--- Your goal ---
Once the pictures are set aside, repeat all of the data below exactly.

-- Records for the exercise follows --

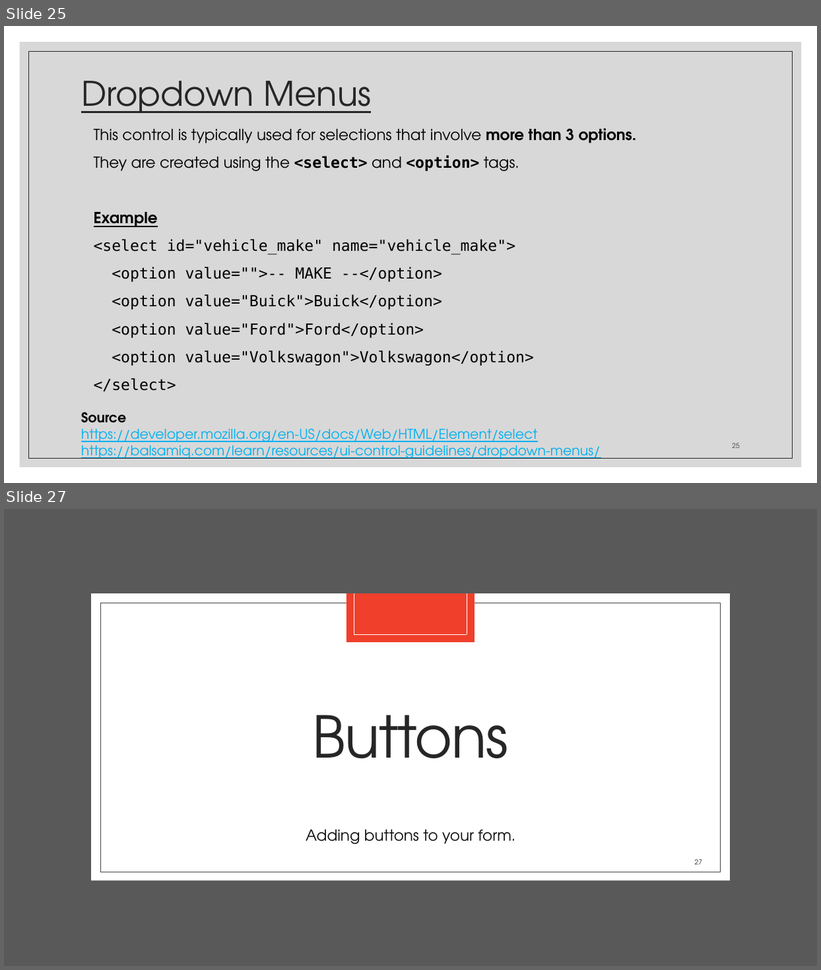
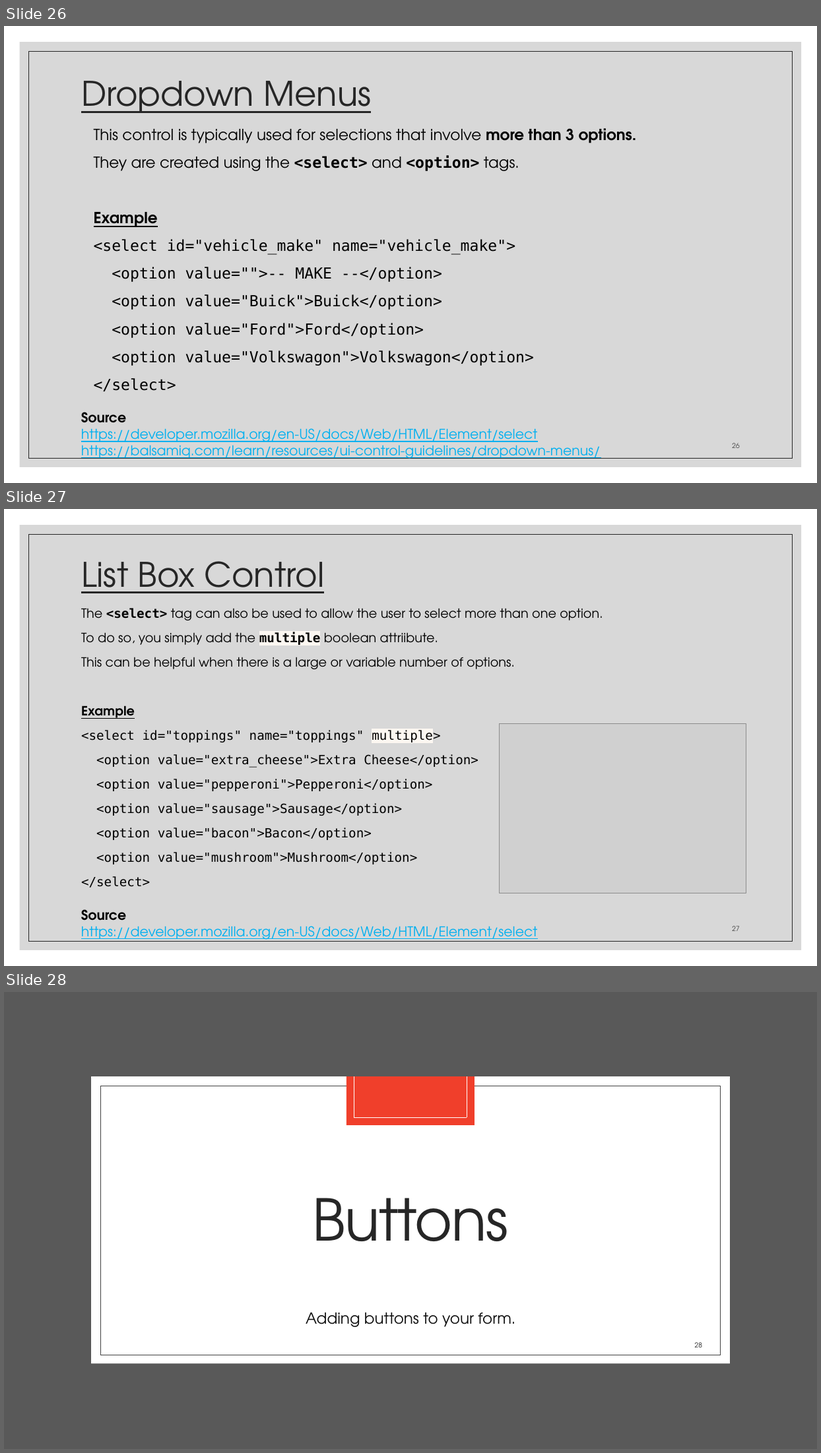
Before and after one commit to zackstotts/base-node-curriculum, a slide deck: unit_00/html_review/02 HTML Forms.pptx. Shown one above the other, each under a label of ours: slides 25 and 27 before the commit, slides 26, 27 and 28 after it; the slides between them are not shown. The pictures are 821x970 and 821x1453 pixels, drawn with LibreOffice and Linux fonts; fonts in the diff are those of the drawing; grey boxes stand for pictures. Boxes give left, top, right and bottom in pixels: in the first picture for what was removed or moved away, otherwise in the second. Text is boxed around its words. In the diff, an @@ line names an element or a change of style, - is before the commit and + after.

Commit message:
Adding more form controls

```diff
--- a/unit_00/html_review/02 HTML Forms.pptx
+++ b/unit_00/html_review/02 HTML Forms.pptx
@@ slide 27 added at (x1=4, y1=509, x2=817, y2=966), background #FFFFFF; not listed: 2 template elements that a slide beside it also shows @@
@@ title added at (x1=81, y1=561, x2=325, y2=593), 40 pt, text #262626, underline @@
+List Box Control
@@ text added at (x1=81, y1=608, x2=603, y2=888), 15 pt, text #000000 @@
+The <select> tag can also be used to allow the user to select more than one option.
+To do so, you simply add the multiple boolean attriibute.
+This can be helpful when there is a large or variable number of options.
+Example
+<select id="toppings" name="toppings" multiple>
+<option value="extra_cheese">Extra Cheese</option>
+<option value="pepperoni">Pepperoni</option>
+<option value="sausage">Sausage</option>
+<option value="bacon">Bacon</option>
+<option value="mushroom">Mushroom</option>
+</select>
@@ picture added at (x1=499, y1=723, x2=746, y2=893) @@
@@ text added at (x1=81, y1=910, x2=537, y2=942), 16 pt, text #00B0F0, underline @@
+Source
+https://developer.mozilla.org/en-US/docs/Web/HTML/Element/select
@@ page number added at (x1=732, y1=926, x2=739, y2=931), 8 pt, text #404040 @@
+27
@@ what was slide 25 is now slide 26 @@
@@ what was slide 27 is now slide 28 @@
@@ page number at (x1=695, y1=1342, x2=702, y2=1348): text changed @@
-27
+28
```
Also in this commit, not shown: 7 slides changed, 1 other slide added, 1 slide removed, 1 other file.

-- Records for the exercise concluded --

--- Output for this task ---
Before and after one commit to zackstotts/base-node-curriculum, a slide deck: unit_00/html_review/02 HTML Forms.pptx. Shown one above the other, each under a label of ours: slides 25 and 27 before the commit, slides 26, 27 and 28 after it; the slides between them are not shown. The pictures are 821x970 and 821x1453 pixels, drawn with LibreOffice and Linux fonts; fonts in the diff are those of the drawing; grey boxes stand for pictures. Boxes give left, top, right and bottom in pixels: in the first picture for what was removed or moved away, otherwise in the second. Text is boxed around its words. In the diff, an @@ line names an element or a change of style, - is before the commit and + after.

Commit message:
Adding more form controls

```diff
--- a/unit_00/html_review/02 HTML Forms.pptx
+++ b/unit_00/html_review/02 HTML Forms.pptx
@@ slide 27 added at (x1=4, y1=509, x2=817, y2=966), background #FFFFFF; not listed: 2 template elements that a slide beside it also shows @@
@@ title added at (x1=81, y1=561, x2=325, y2=593), 40 pt, text #262626, underline @@
+List Box Control
@@ text added at (x1=81, y1=608, x2=603, y2=888), 15 pt, text #000000 @@
+The <select> tag can also be used to allow the user to select more than one option.
+To do so, you simply add the multiple boolean attriibute.
+This can be helpful when there is a large or variable number of options.
+Example
+<select id="toppings" name="toppings" multiple>
+<option value="extra_cheese">Extra Cheese</option>
+<option value="pepperoni">Pepperoni</option>
+<option value="sausage">Sausage</option>
+<option value="bacon">Bacon</option>
+<option value="mushroom">Mushroom</option>
+</select>
@@ picture added at (x1=499, y1=723, x2=746, y2=893) @@
@@ text added at (x1=81, y1=910, x2=537, y2=942), 16 pt, text #00B0F0, underline @@
+Source
+https://developer.mozilla.org/en-US/docs/Web/HTML/Element/select
@@ page number added at (x1=732, y1=926, x2=739, y2=931), 8 pt, text #404040 @@
+27
@@ what was slide 25 is now slide 26 @@
@@ what was slide 27 is now slide 28 @@
@@ page number at (x1=695, y1=1342, x2=702, y2=1348): text changed @@
-27
+28
```
Also in this commit, not shown: 7 slides changed, 1 other slide added, 1 slide removed, 1 other file.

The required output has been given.